Every line below that holds the string "outline" should be copied out.

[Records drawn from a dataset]
::::
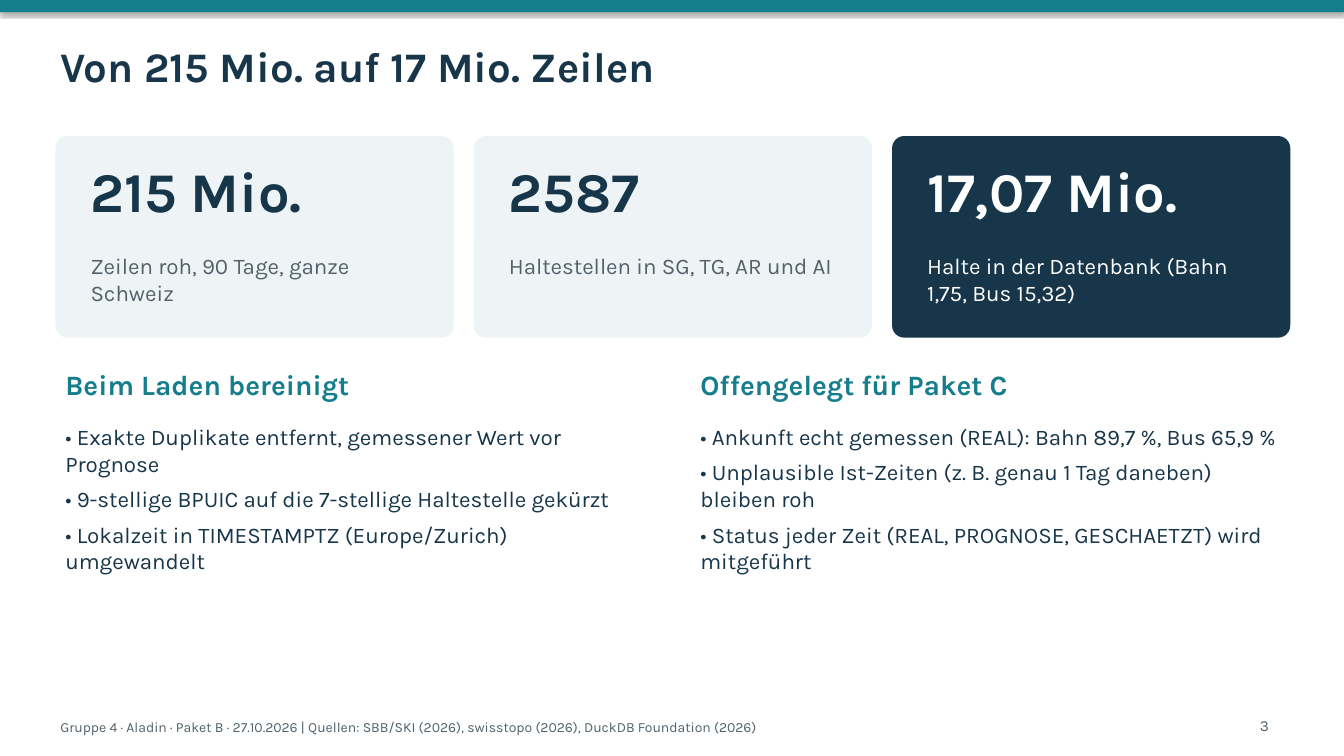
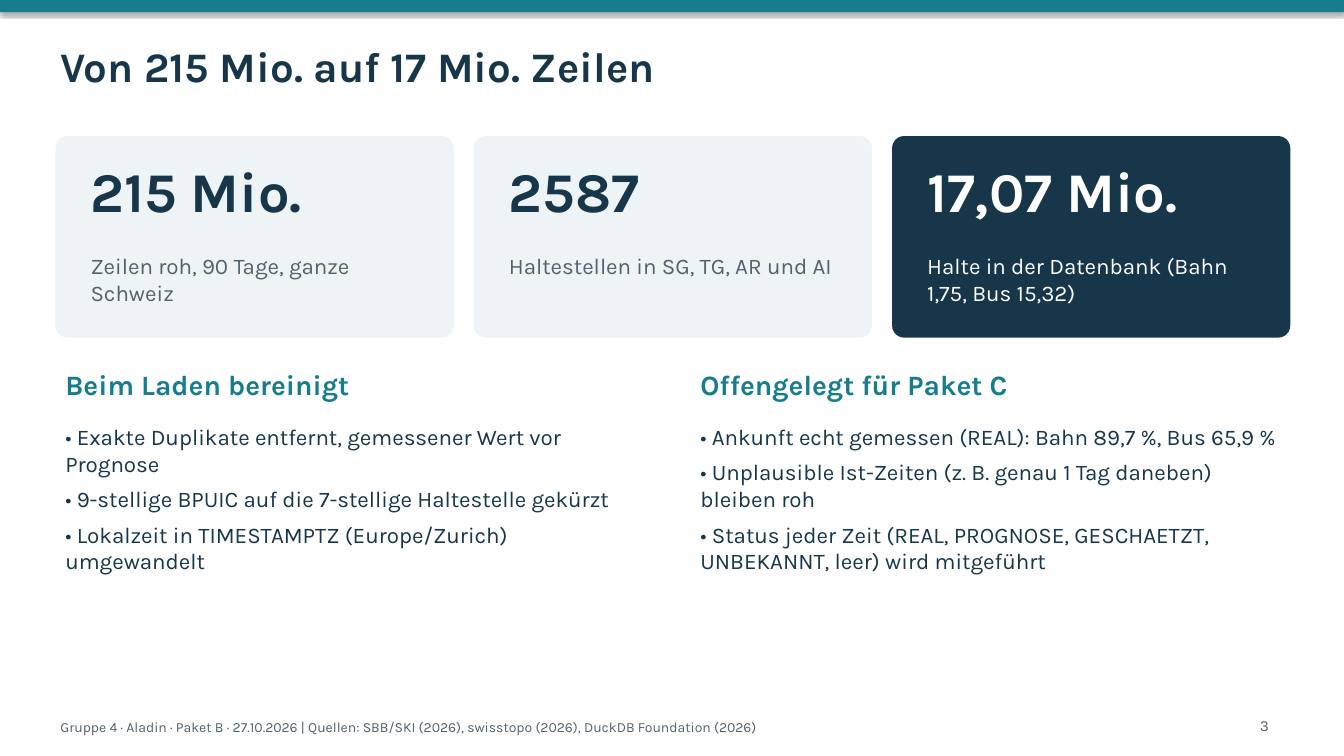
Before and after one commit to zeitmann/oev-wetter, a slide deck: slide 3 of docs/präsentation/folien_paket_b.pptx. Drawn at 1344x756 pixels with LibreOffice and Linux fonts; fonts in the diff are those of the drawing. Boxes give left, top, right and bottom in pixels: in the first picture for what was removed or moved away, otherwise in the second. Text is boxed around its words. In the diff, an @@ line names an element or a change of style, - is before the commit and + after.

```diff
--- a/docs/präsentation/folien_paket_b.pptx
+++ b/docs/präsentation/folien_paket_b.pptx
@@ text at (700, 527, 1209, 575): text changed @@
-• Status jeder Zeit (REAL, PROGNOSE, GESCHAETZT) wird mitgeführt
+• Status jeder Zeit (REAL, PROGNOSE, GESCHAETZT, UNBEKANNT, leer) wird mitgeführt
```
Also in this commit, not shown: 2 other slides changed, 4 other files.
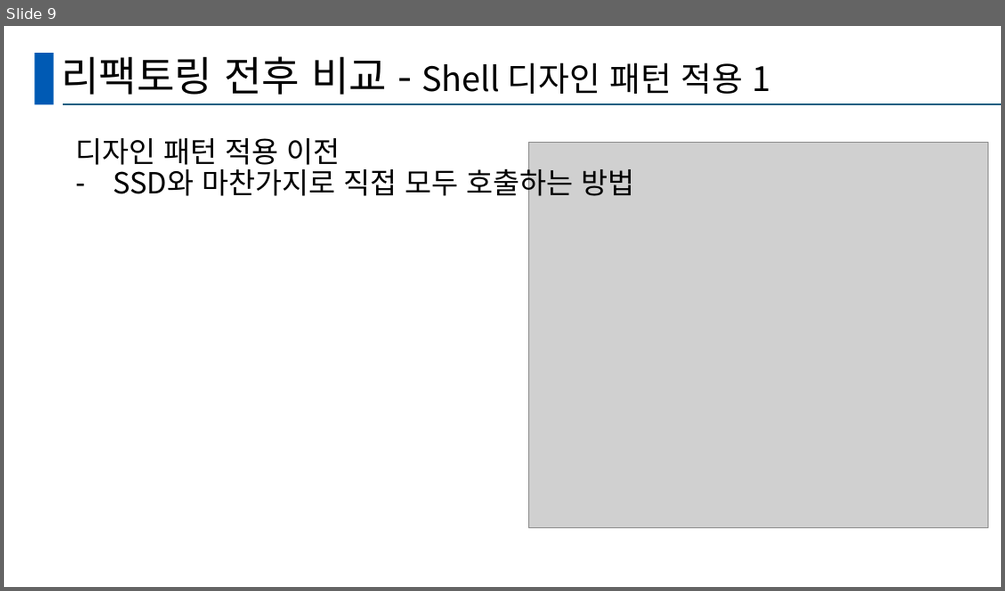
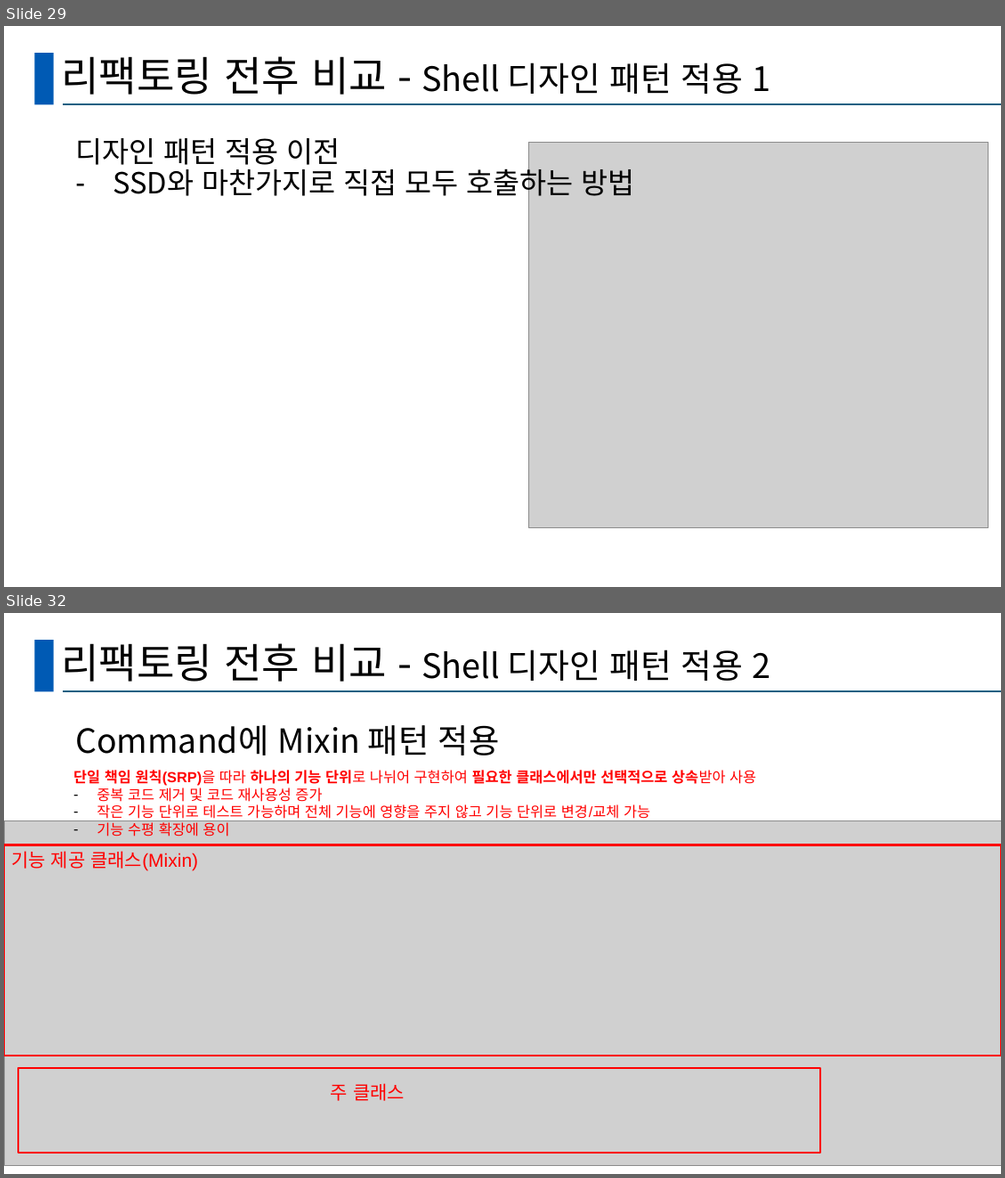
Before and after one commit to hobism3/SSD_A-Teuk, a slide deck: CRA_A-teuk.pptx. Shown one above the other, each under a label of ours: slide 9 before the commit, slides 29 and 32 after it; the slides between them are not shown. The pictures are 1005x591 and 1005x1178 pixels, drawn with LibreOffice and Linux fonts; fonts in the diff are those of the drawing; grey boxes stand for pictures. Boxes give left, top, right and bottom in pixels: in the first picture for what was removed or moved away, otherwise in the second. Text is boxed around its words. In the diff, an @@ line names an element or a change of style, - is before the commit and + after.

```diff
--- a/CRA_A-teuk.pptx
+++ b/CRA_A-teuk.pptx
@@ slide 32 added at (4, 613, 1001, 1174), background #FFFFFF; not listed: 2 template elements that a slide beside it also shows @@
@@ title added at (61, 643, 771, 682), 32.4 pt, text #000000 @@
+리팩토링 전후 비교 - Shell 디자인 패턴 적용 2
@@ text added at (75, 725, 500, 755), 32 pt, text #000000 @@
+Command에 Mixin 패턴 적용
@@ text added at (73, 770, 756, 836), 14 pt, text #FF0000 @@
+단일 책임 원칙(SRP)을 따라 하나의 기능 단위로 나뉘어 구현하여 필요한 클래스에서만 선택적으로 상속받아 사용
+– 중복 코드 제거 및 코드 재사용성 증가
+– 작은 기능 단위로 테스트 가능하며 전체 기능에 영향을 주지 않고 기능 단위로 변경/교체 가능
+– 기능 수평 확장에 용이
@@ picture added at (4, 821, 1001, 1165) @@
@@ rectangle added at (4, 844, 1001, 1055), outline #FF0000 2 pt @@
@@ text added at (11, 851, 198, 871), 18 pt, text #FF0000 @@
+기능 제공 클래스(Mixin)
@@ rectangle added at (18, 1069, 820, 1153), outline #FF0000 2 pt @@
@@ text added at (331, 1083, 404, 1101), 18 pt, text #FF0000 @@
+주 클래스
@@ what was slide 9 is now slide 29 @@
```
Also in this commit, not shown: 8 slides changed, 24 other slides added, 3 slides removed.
::::
§ Output for this exercise
@@ rectangle added at (4, 844, 1001, 1055), outline #FF0000 2 pt @@
@@ rectangle added at (18, 1069, 820, 1153), outline #FF0000 2 pt @@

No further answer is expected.